SNEHA: AI-Enabled Maternal & Child Health Information Access
Strengthening Maternal and Child Health Outcomes in Urban Vulnerable Communities
Watch the story in 60 seconds (AI-generated video; visuals are illustrative)
Case at a Glance
SNEHA is a nonprofit organisation committed to improving health, nutrition, and safety outcomes for women and children living in urban vulnerable communities. Working closely with communities and public systems, SNEHA designs scalable, replicable interventions that strengthen access, equity, and accountability across maternal and child health services.
Women living in urban vulnerable communities face limited access to timely, accurate, and contextual health information. Barriers such as low literacy, distance from health services, and high caseloads for frontline health workers reduce opportunities for continuous guidance. As a result, critical maternal and child health practice such as early registration, institutional delivery, and timely immunisation are often delayed or missed.
SNEHA developed a GenAI-enabled WhatsApp chatbot, ‘Phonewali SNEHA Didi’, to provide women with personalised maternal and child health information. The solution delivers voice- and text-based guidance, behavioural nudges, and two-way interaction with human-in-the-loop support, ensuring privacy, contextual relevance, and 24×7 access to trusted health information.
Key challenges faced by women in urban informal settlements included:
These constraints reduce timely health-seeking behaviour and weaken the effectiveness of maternal and child health programs.
SNEHA transitioned its chatbot from a menu-based system to a GenAI-enabled, voice-and-text WhatsApp assistant.
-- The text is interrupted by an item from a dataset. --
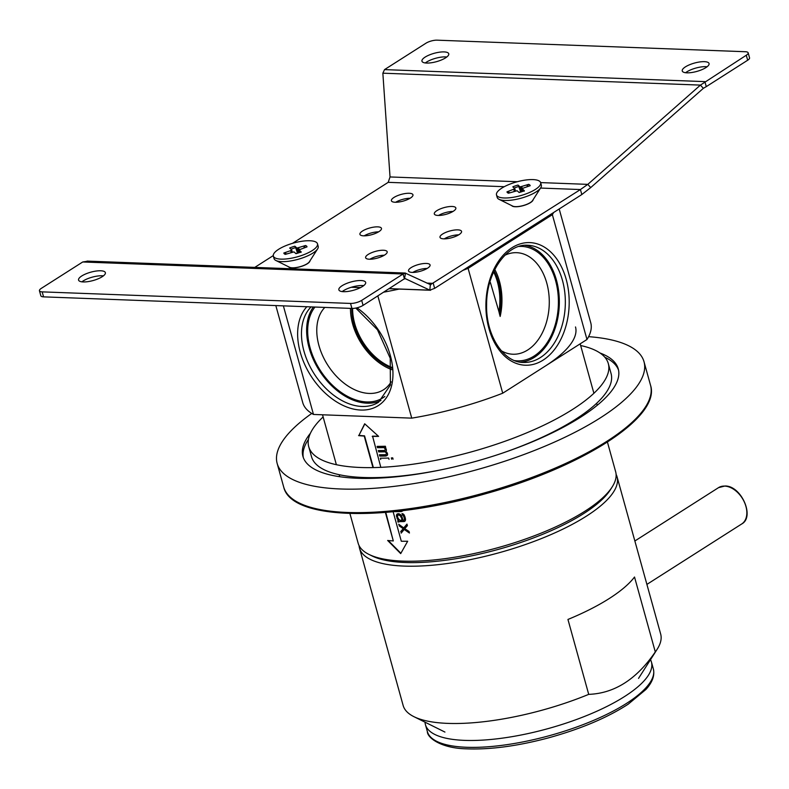 <?xml version="1.0" encoding="UTF-8"?>
<svg xmlns="http://www.w3.org/2000/svg" width="789" height="789" viewBox="0 0 789 789"><rect width="100%" height="100%" fill="white"/><g stroke="black" fill="none" stroke-linecap="round" stroke-linejoin="round"><path stroke-width="1.18" d="M323.125 416.947A155.433 48.494 -15.5 0 0 308.726 446.653L311.497 456.644A155.433 48.494 -15.5 0 0 447.669 468.419M500.413 453.793A155.433 48.494 -15.5 0 0 611.071 373.562L608.299 363.571A155.433 48.494 -15.5 0 0 580.655 345.533M308.726 446.653A155.433 48.494 -15.5 0 0 471.467 451.85A155.433 48.494 -15.5 0 0 608.299 363.571M425.034 722.191A117.255 36.58 -15.5 0 0 425.439 724.657A117.255 36.58 -15.5 0 0 548.217 728.572A117.255 36.58 -15.5 0 0 651.428 661.981A117.255 36.58 -15.5 0 0 650.511 659.663M273.349 256.06L274.039 258.565A22.911 7.15 -15.5 0 0 275.894 260.488A22.911 7.15 -15.5 0 0 298.025 259.325A22.911 7.15 -15.5 0 0 317.592 248.92A22.911 7.15 -15.5 0 0 318.184 246.316L317.494 243.821A22.911 7.15 164.5 0 1 297.335 256.829A22.911 7.15 164.5 0 1 273.349 256.06A22.911 7.15 164.5 0 1 291.348 243.693A22.911 7.15 164.5 0 1 316.695 242.588A22.911 7.15 164.5 0 1 317.494 243.821M291.013 249.235A10.168 3.176 164.5 0 1 295.668 247.677L294.879 246.217L296.871 248.002L297.631 247.884L298.942 252.638M305.008 247.578A10.168 3.176 -15.5 0 0 304.021 247.135L305.501 245.517L297.631 247.884M305.501 245.517A12.003 3.748 -15.5 0 1 307.01 246.878L299.938 249.511M291.151 252.362L290.668 250.646L283.833 253.003A12.003 3.748 -15.5 0 0 285.352 254.364L293.972 251.888L295.964 253.673A12.003 3.748 -15.5 0 0 301.181 251.869L300.954 252.421L301.181 251.869L299.189 250.083L299.958 249.551M290.668 250.646L291.121 250.133L291.693 252.174M294.879 246.217A12.003 3.748 -15.5 0 0 289.662 248.012L291.654 249.797L291.121 250.133M283.833 253.003L285.865 253.407A10.168 3.176 -15.5 0 0 286.032 253.959A10.168 3.176 -15.5 0 0 286.141 254.097M297.532 253.121L295.668 247.677M298.222 252.894L296.871 248.002M297.956 247.776L299.278 252.519M298.656 247.884L299.248 250.014M304.021 247.135L303.992 247.924M286.289 254.038L285.865 253.407M291.654 249.797L292.255 251.997M299.189 250.083L299.81 252.312M496.498 194.913L497.198 197.408A22.911 7.15 -15.5 0 0 499.042 199.331A22.911 7.15 -15.5 0 0 521.174 198.167A22.911 7.15 -15.5 0 0 540.741 187.762A22.911 7.15 -15.5 0 0 541.343 185.159L540.652 182.663A22.911 7.15 164.5 0 1 520.484 195.672A22.911 7.15 164.5 0 1 496.498 194.913A22.911 7.15 164.5 0 1 514.507 182.535A22.911 7.15 164.5 0 1 539.854 181.44A22.911 7.15 164.5 0 1 540.652 182.663M514.172 188.078A10.168 3.176 164.5 0 1 518.817 186.52L518.028 185.06L520.02 186.845L520.779 186.727L522.101 191.48M528.157 186.421A10.168 3.176 -15.5 0 0 527.17 185.977L528.65 184.36L520.779 186.727M528.65 184.36A12.003 3.748 -15.5 0 1 530.169 185.721L523.324 188.088L522.348 188.926L524.34 190.711L524.103 191.263L524.34 190.711A12.003 3.748 -15.5 0 1 519.123 192.516L517.13 190.731L508.501 193.216A12.003 3.748 -15.5 0 1 506.982 191.845L514.28 188.975L514.852 191.017M518.028 185.06A12.003 3.748 -15.5 0 0 512.811 186.855L514.803 188.65L514.28 188.975M506.982 191.845L509.023 192.25A10.168 3.176 -15.5 0 0 509.191 192.802A10.168 3.176 -15.5 0 0 509.29 192.94M520.681 191.964L518.817 186.52M521.381 191.737L520.02 186.845M521.115 186.618L522.426 191.362M521.805 186.727L522.397 188.857M527.17 185.977L527.141 186.766M509.447 192.881L509.023 192.25M514.803 188.65L515.414 190.839M514.3 191.204L513.826 189.488M522.348 188.926L522.969 191.155M685.592 72.726A13.906 4.34 164.5 0 1 705.79 66.661A13.906 4.34 164.5 0 1 707.092 66.759M425.301 62.962A13.906 4.34 164.5 0 1 445.499 56.897A13.906 4.34 164.5 0 1 446.801 56.995M292.502 243.347L388.208 182.338L390.032 176.953L382.852 73.19L384.529 69.61L425.922 43.227A8.176 2.554 164.5 0 1 437.086 40.17L745.437 51.729A8.176 2.554 164.5 0 1 748.169 52.824L749.55 57.824A8.176 2.554 164.5 0 1 747.676 60.23L746.286 55.24L700.435 85.104L703.354 88.329L590.714 187.595L581.818 194.548L434.65 288.35L433.26 283.35L426.879 283.113M384.529 69.61L704.893 81.622L706.273 86.622L747.676 60.23M444.108 51.906A13.906 4.34 164.5 0 1 448.754 53.77A13.906 4.34 164.5 0 1 436.514 61.66A13.906 4.34 164.5 0 1 421.957 61.197A13.906 4.34 164.5 0 1 429.216 55.013A13.906 4.34 164.5 0 1 444.108 51.906M704.409 61.66A13.906 4.34 164.5 0 1 709.055 63.524A13.906 4.34 164.5 0 1 696.815 71.424A13.906 4.34 164.5 0 1 682.248 70.961A13.906 4.34 164.5 0 1 689.507 64.777A13.906 4.34 164.5 0 1 704.409 61.66M748.169 52.824A8.176 2.554 164.5 0 1 746.286 55.24M443.743 238.84A11.184 3.491 164.5 0 1 440.006 237.341A11.184 3.491 164.5 0 1 449.848 230.99A11.184 3.491 164.5 0 1 461.555 231.364A11.184 3.491 164.5 0 1 455.717 236.335A11.184 3.491 164.5 0 1 443.743 238.84M444.256 238.85A11.184 3.491 164.5 0 1 458.685 234.846M369.36 259.226A11.184 3.491 164.5 0 1 365.623 257.727A11.184 3.491 164.5 0 1 375.465 251.375A11.184 3.491 164.5 0 1 387.172 251.75A11.184 3.491 164.5 0 1 381.334 256.721A11.184 3.491 164.5 0 1 369.36 259.226M369.873 259.236A11.184 3.491 164.5 0 1 384.302 255.232M438.033 215.446A11.184 3.491 164.5 0 1 434.305 213.947A11.184 3.491 164.5 0 1 444.148 207.596A11.184 3.491 164.5 0 1 455.855 207.971A11.184 3.491 164.5 0 1 450.016 212.941A11.184 3.491 164.5 0 1 438.033 215.446M438.556 215.456A11.184 3.491 164.5 0 1 452.985 211.452M363.65 235.832A11.184 3.491 164.5 0 1 359.922 234.333A11.184 3.491 164.5 0 1 369.765 227.982A11.184 3.491 164.5 0 1 381.462 228.356A11.184 3.491 164.5 0 1 375.633 233.327A11.184 3.491 164.5 0 1 363.65 235.832M364.173 235.842A11.184 3.491 164.5 0 1 378.602 231.838M309.969 260.834A11.184 3.491 164.5 0 1 300.096 266.79A11.184 3.491 164.5 0 1 288.557 266.771M426.336 263.447A11.184 3.491 164.5 0 1 430.074 264.946A11.184 3.491 164.5 0 1 420.231 271.288A11.184 3.491 164.5 0 1 408.524 270.923A11.184 3.491 164.5 0 1 414.363 265.952A11.184 3.491 164.5 0 1 426.336 263.447M412.775 272.432A11.184 3.491 164.5 0 1 427.204 268.428M409.215 193.275A11.184 3.491 164.5 0 1 412.953 194.775A11.184 3.491 164.5 0 1 403.11 201.126A11.184 3.491 164.5 0 1 391.403 200.751A11.184 3.491 164.5 0 1 397.242 195.78A11.184 3.491 164.5 0 1 409.215 193.275M395.654 202.26A11.184 3.491 164.5 0 1 410.083 198.256M533.127 199.676A11.184 3.491 164.5 0 1 523.245 205.633A11.184 3.491 164.5 0 1 511.716 205.613M706.273 86.622L703.354 88.329M382.852 73.19L700.435 85.104L587.805 184.37L590.714 187.595M581.818 194.548L580.428 189.547L430.33 284.73L429.818 290.155L430.616 290.263L389.214 288.705M540.633 182.594L587.805 184.37L580.428 189.547L540.554 188.058M83.21 281.939A13.906 4.34 -15.5 0 0 98.102 278.823A13.906 4.34 -15.5 0 0 105.361 272.639A13.906 4.34 -15.5 0 0 90.804 272.175A13.906 4.34 -15.5 0 0 78.565 280.075A13.906 4.34 -15.5 0 0 83.21 281.939M103.408 275.874A13.906 4.34 -15.5 0 0 81.908 281.831M343.501 291.693A13.906 4.34 -15.5 0 0 358.403 288.577A13.906 4.34 -15.5 0 0 365.662 282.403A13.906 4.34 -15.5 0 0 351.095 281.939A13.906 4.34 -15.5 0 0 338.856 289.829A13.906 4.34 -15.5 0 0 343.501 291.693M363.699 285.628A13.906 4.34 -15.5 0 0 342.199 291.595M82.727 261.978L403.09 273.99L405.507 273.083L404.471 278.981L403.09 273.99L361.687 300.372A8.176 2.554 164.5 0 1 350.533 303.43L42.182 291.871A8.176 2.554 164.5 0 1 39.45 290.776A8.176 2.554 164.5 0 1 41.324 288.36L82.727 261.978L87.924 261.179M404.816 278.497L363.078 305.373A8.176 2.554 164.5 0 1 351.914 308.43L43.563 296.861A8.176 2.554 164.5 0 1 40.831 295.767L39.45 290.776M87.066 261.1L405.102 273.033L430.824 284.809M404.984 278.507L429.818 290.155L434.65 288.35M254.778 267.392L273.27 255.606M311.754 413.446A190.346 59.382 -15.5 0 0 277.166 463.468A190.346 59.382 -15.5 0 0 404.205 485.057A190.346 59.382 -15.5 0 0 600.35 417.845A190.346 59.382 -15.5 0 0 644.011 361.737A190.346 59.382 -15.5 0 0 588.604 336.666M310.422 433.25A163.619 51.048 -15.5 0 0 302.917 456.328A163.619 51.048 -15.5 0 0 412.124 474.889A163.619 51.048 -15.5 0 0 580.724 417.115A163.619 51.048 -15.5 0 0 618.26 368.877A163.619 51.048 -15.5 0 0 599.936 352.969M618.556 370.14A163.619 51.048 -15.5 0 0 604.798 357.2M308.44 439.394A163.619 51.048 -15.5 0 0 303.321 457.561M520.385 362.171A58.633 39.766 92.1 0 0 534.419 357.309A58.633 39.766 92.1 0 0 559.026 294.563A58.633 39.766 92.1 0 0 524.774 245.33M514.714 360.622A57.262 38.848 92.1 0 0 534.074 356.066A57.262 38.848 92.1 0 0 557.645 290.668A57.262 38.848 92.1 0 0 518.994 246.444M501.301 350.77A50.802 34.46 92.1 0 0 512.889 354.231A50.802 34.46 92.1 0 0 549.233 304.751A50.802 34.46 92.1 0 0 516.696 252.687A50.802 34.46 92.1 0 0 504.881 255.261M494.072 270.962A49.086 33.296 -87.9 0 1 499.476 313.963L498.944 311.694A49.086 33.296 92.1 0 0 493.638 271.899M498.964 311.773L490.383 282.501M499.476 313.963L500.167 316.448A50.802 34.46 92.1 0 0 494.792 269.493M313.351 306.98A58.633 39.006 -122.5 0 0 322.178 374.736A58.633 39.006 -122.5 0 0 380.969 400.457M384.845 396.463A57.262 38.099 57.5 0 1 310.116 347.929A57.262 38.099 57.5 0 1 314.959 307.039M324.831 307.414A50.802 33.799 -122.5 0 0 318.934 345.513A50.802 33.799 -122.5 0 0 383.543 389.756A50.802 33.799 -122.5 0 0 391.147 381.827M391.778 368.177A49.086 32.655 57.5 0 1 351.815 308.42M352.614 308.43A49.086 32.655 -122.5 0 0 354.705 323.569A49.086 32.655 -122.5 0 0 391.709 367.339M559.194 208.967L590.744 322.74A149.437 46.62 164.5 0 1 586.977 339.497L502.721 393.208L468.104 268.368L552.359 214.667A149.437 46.62 -15.5 0 0 553.631 212.507M275.825 305.57L302.739 402.607A149.437 46.62 164.5 0 0 313.48 414.452L411.74 418.14A149.437 46.62 -15.5 0 0 502.721 393.208M586.977 339.497L552.359 214.667M383.829 292.147A149.437 46.62 -15.5 0 0 399.126 289.08M462.837 270.38A149.437 46.62 -15.5 0 0 468.104 268.368M411.74 418.14L377.852 295.944M313.48 414.452L283.369 305.856M350.474 308.371A50.802 33.799 -122.5 0 0 352.634 324.023A50.802 33.799 -122.5 0 0 391.877 369.686M617.047 476.763L660.669 634.05A133.617 41.689 164.5 0 1 657.188 649.219A133.617 41.689 164.5 0 1 655.294 651.921C636.624 679.28 614.434 693.423 588.712 694.359A133.617 41.689 164.5 0 1 413.939 716.678A133.617 41.689 164.5 0 1 403.14 705.465L359.518 548.177A133.617 41.689 -15.5 0 0 448.704 563.336A133.617 41.689 -15.5 0 0 586.395 516.154A133.617 41.689 -15.5 0 0 617.047 476.763A133.617 41.689 -15.5 0 0 616.101 474.337M588.712 694.359L567.942 619.454A133.617 41.689 -15.5 0 0 634.524 577.015L655.294 651.921M359.074 545.613A133.617 41.689 -15.5 0 0 359.518 548.177M349.902 513.491L358.137 543.187A133.617 41.689 -15.5 0 0 368.936 554.401L372.033 555.939A130.895 40.841 -15.5 0 0 583.702 513.58A130.895 40.841 -15.5 0 0 610.311 489.861L612.175 486.941A133.617 41.689 -15.5 0 0 615.657 471.763L607.431 442.077M407.006 524.241A210.446 35.17 138.8 0 0 404.116 527.663L403.771 527.88A211.324 35.318 -41.2 0 1 406.966 524.103L407.4 525.671A206.195 32.033 -40.6 0 0 404.777 528.65A206.195 135.185 18.2 0 0 409.008 531.441L409.442 533.019A211.324 139.742 19.2 0 1 404.215 529.458L404.56 529.232A210.446 139.16 19.2 0 0 409.284 532.467M399.185 524.606L399.451 525.592A206.383 135.304 18.2 0 0 403.564 528.462A206.383 32.063 139.4 0 0 401.059 531.362L401.453 532.782M399.451 525.592L398.672 524.241A212.251 140.363 19.2 0 0 403.771 527.88M399.116 525.809A207.231 135.866 18.2 0 0 403.218 528.679L403.564 528.462M404.215 529.458A212.251 35.475 -41.2 0 0 401.147 533.147L401.059 531.362M400.713 531.579A207.231 32.201 -40.6 0 1 403.218 528.679M401.926 520.276L401.473 517.17L401.926 520.276A133.617 41.689 -15.5 0 1 400.378 520.296A159.279 89.039 4.4 0 1 399.796 520.04A236.404 161.36 23.8 0 1 398.81 519.261A776.938 580.083 57.9 0 1 397.942 517.949L397.498 516.371A545.347 237.785 -58.1 0 1 397.715 515.325L398.06 515.109A158.668 1.903 -31.9 0 0 398.504 514.842A133.075 41.521 -15.5 0 0 399.007 514.832A144.417 70.842 -2.4 0 0 399.855 515.089A235.004 160.404 23.8 0 0 400.516 515.611A540.357 401.995 50.2 0 0 400.92 516.124A1760.999 1299.128 70.7 0 0 401.473 517.17M397.715 515.325A159.329 1.913 -31.9 0 0 398.159 515.059A133.617 41.689 -15.5 0 0 398.662 515.059A145.018 71.128 -2.4 0 0 399.51 515.306A235.98 161.074 23.8 0 0 400.171 515.828A542.615 403.672 50.2 0 0 400.575 516.351L400.92 516.124M400.575 516.351A1768.425 1304.611 70.7 0 0 401.128 517.387M398.08 520.622L398.435 521.923A144.486 15.632 -26.9 0 0 399.126 521.657A137.178 25.998 -22.6 0 0 400.319 521.391A133.075 41.521 -15.5 0 0 404.461 521.322A144.298 15.612 -26.9 0 0 404.925 521.144M402.341 513.669L402.646 514.773A158.333 88.506 4.4 0 0 403.248 515.02A536.619 399.214 50.2 0 0 403.662 515.533A1745.722 1287.865 70.7 0 0 404.215 516.578L404.649 518.146A1745.741 990.58 109.6 0 0 404.678 519.211A536.619 233.968 121.9 0 0 404.56 519.734L404.215 519.961A538.897 234.964 -58.1 0 1 404.333 519.428L404.678 519.211M397.34 513.945A235.664 50.526 136.2 0 0 396.906 514.586A543.828 237.114 121.9 0 0 396.798 515.109A1776.887 1008.253 109.6 0 0 396.837 516.154L397.271 517.722A2701.516 1973.605 75.1 0 0 397.893 519.034A364.064 265.479 39.2 0 0 398.613 519.823A158.717 88.723 4.4 0 0 399.195 520.089L398.849 520.306A159.368 89.088 4.4 0 1 398.267 520.04L398.613 519.823M398.435 521.923L398.09 522.14A145.077 15.691 -26.9 0 0 398.78 521.874A137.74 26.106 -22.6 0 0 399.974 521.618L400.319 521.391M399.974 521.618A133.617 41.689 -15.5 0 0 404.116 521.549L404.461 521.322M404.116 521.549A144.89 15.672 -26.9 0 0 404.836 521.263A234.797 50.338 -43.8 0 1 405.221 520.72A360.81 127.276 -52.1 0 1 405.536 519.921A3763.362 2290.132 -75.6 0 1 405.368 518.334L404.935 516.765A5074.089 3650.861 80.1 0 1 404.155 514.941A537.329 399.747 50.2 0 1 403.741 514.418A234.688 160.187 23.8 0 1 403.071 513.915A158.934 88.851 4.4 0 1 402.469 513.669A133.617 41.689 -15.5 0 1 401.936 513.678L402.646 514.773M402.301 514.99A158.983 88.871 4.4 0 0 402.903 515.237L403.248 515.02M402.903 515.237A538.907 400.911 50.2 0 0 403.317 515.759L403.662 515.533M403.317 515.759A1753.207 1293.388 70.7 0 0 403.869 516.795L404.215 516.578M404.333 519.428A1753.227 994.83 -70.4 0 1 404.303 518.373L404.649 518.146M404.303 518.373L403.869 516.795M397.271 517.722L396.492 516.371A1784.245 1012.435 -70.4 0 1 396.453 515.325A546.077 238.1 -58.1 0 1 396.561 514.803A236.631 50.733 -43.8 0 1 397.104 514.014A140.047 22.23 -24.3 0 0 398.05 513.747A133.617 41.689 -15.5 0 0 398.82 513.738A159.21 88.999 4.4 0 0 399.993 514.25A235.753 160.917 23.8 0 0 400.664 514.763A541.52 402.863 50.2 0 0 401.473 515.799A3800.396 2753.354 78 0 0 402.173 517.367L402.972 520.257A133.617 41.689 -15.5 0 0 403.761 520.237A158.983 1.903 -31.9 0 0 404.215 519.961M396.926 517.949A2712.71 1981.79 75.1 0 0 397.548 519.261L397.893 519.034M397.548 519.261A365.573 266.574 39.2 0 0 398.267 520.04M398.09 522.14L397.735 520.829A159.408 1.913 -31.9 0 0 398.159 520.572A145.068 15.691 -26.9 0 0 398.849 520.306M396.098 511.44A133.075 41.521 -15.5 0 0 401.7 511.361A149.21 10.257 -29 0 0 402.597 510.937M395.19 511.657A133.617 41.689 -15.5 0 0 401.354 511.588L401.7 511.361M401.354 511.588A149.831 10.296 -29 0 0 402.538 511.025A234.589 50.299 -43.8 0 1 402.784 510.67M393.08 459.178L392.715 457.867A133.617 41.689 -15.5 0 1 391.344 457.936L391.709 459.247M389.016 459.356L388.652 458.044A133.617 41.689 -15.5 0 1 380.357 458.172L380.722 459.484M377.487 446.377L377.793 447.471A133.075 41.521 -15.5 0 0 384.223 447.393A234.008 159.723 23.8 0 0 384.904 447.905A1040.188 774.768 63.5 0 0 385.387 448.685L385.535 449.207A536.234 233.81 121.9 0 0 385.407 449.74A233.958 50.161 136.2 0 0 385.219 450.006L384.874 450.233A234.935 50.368 -43.8 0 1 385.062 449.957A538.512 234.797 -58.1 0 1 385.18 449.424L385.535 449.207M378.651 450.578L378.957 451.663A133.075 41.521 -15.5 0 0 385.131 451.594A158.333 88.506 4.4 0 0 385.732 451.841A233.958 159.694 23.8 0 0 386.068 452.097A536.234 398.928 50.2 0 0 386.472 452.61L386.689 453.399A536.234 233.81 121.9 0 0 386.571 453.931A233.958 50.161 136.2 0 0 386.383 454.198L386.038 454.425A234.935 50.368 -43.8 0 1 386.225 454.148L386.571 453.931M379.815 454.77L380.12 455.864A133.075 41.521 -15.5 0 0 386.294 455.786A149.21 10.257 -29 0 0 387.182 455.361M380.12 455.864L379.775 456.081A133.617 41.689 -15.5 0 0 385.949 456.012A149.831 10.296 -29 0 0 387.123 455.45A234.589 50.299 -43.8 0 1 387.507 454.908A1041.046 545.584 -65.8 0 1 387.557 454.109L387.271 453.064A1041.046 775.409 63.5 0 1 386.778 452.284A234.639 160.157 23.8 0 1 385.762 451.525A234.639 50.309 -43.8 0 1 386.344 450.716A1041.046 545.584 -65.8 0 1 386.393 449.917L386.107 448.872A1041.046 775.409 63.5 0 1 385.614 448.093A234.589 160.118 23.8 0 1 384.943 447.58L385.288 447.363A133.075 41.521 -15.5 0 0 385.683 447.353M377.793 447.471L377.448 447.688A133.617 41.689 -15.5 0 0 383.878 447.61A234.984 160.384 23.8 0 0 384.559 448.122L384.904 447.905M384.559 448.122A1044.646 778.092 63.5 0 0 385.042 448.902L385.387 448.685M385.18 449.424L385.042 448.902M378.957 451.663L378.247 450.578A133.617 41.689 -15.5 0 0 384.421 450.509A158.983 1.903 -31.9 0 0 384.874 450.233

The chatbot provides personalised nudges aligned to pregnancy stage, immunisation schedules, and child health milestones.
Key features of the solution include:
- Voice and text interface designed for low-literacy users
- Multilingual, context-sensitive responses available 24×7
- Personalised behavioural nudges across the maternal and child health journey
- Two-way chat with human-in-the-loop escalation for guidance and safety
- Dashboard-driven monitoring using DALGO–Superset for real-time insights
Technology Stack
| Tools/ Techniques | Used For | What It Enabled | Category |
|---|---|---|---|
| Glific | WhatsApp chatbot to run community programmes | Two-way, low-barrier health communication | Open Source |
| OpenAI | Health content delivery with LLM integration | Personalised responses and multilingual guidance | Commercial |
| NLP & LLM Fine-tuning | Chatbot logic | Contextual, health-stage-aligned nudges | Commercial |
| DALGO | Dashboards for program monitoring | Real-time analytics and engagement tracking | Open Source |
| Apache Superset | Dashboards for program monitoring | Real-time analytics and engagement tracking | Open Source |
| CommCare | Health worker systems | Data flow from community onboarding | Commercial |
| BigQuery | Data storage and analysis using PostgreSQL | Secure, scalable data management | Commercial |
Key Project Learnings
Delivering health guidance through WhatsApp and voice interfaces reduced literacy barriers and led to sustained interaction with the chatbot.
Stage-specific nudges and contextual responses reinforced key health practices, supporting improvements in care-seeking behaviours.
Real-time dashboards allowed teams to adapt content and outreach strategies, improving relevance and engagement over time.
Potential for Wider Adoption
| Sector | Adaptability of the Solution |
| Public Health Systems | Can integrate with government platforms for digital health outreach |
See it in Action
This video shares the experience of a family navigating pregnancy with the support of a local health worker and a mobile-based AI assistant. It demonstrates how timely guidance on nutrition, medical care, hospital delivery, and vaccinations is delivered through continuous support, helping families resolve doubts, make informed decisions, and ensure safer maternal and child health outcomes.
This video introduces the SNHA WhatsApp chatbot, designed to provide 24/7 reliable maternal health information to women in underserved communities. It demonstrates how users can ask questions through text or audio in local languages and receive instant responses, supported by community volunteers who facilitate adoption. The video also highlights the pilot’s scale and its goal of building a replicable model for accessible, technology-enabled healthcare support.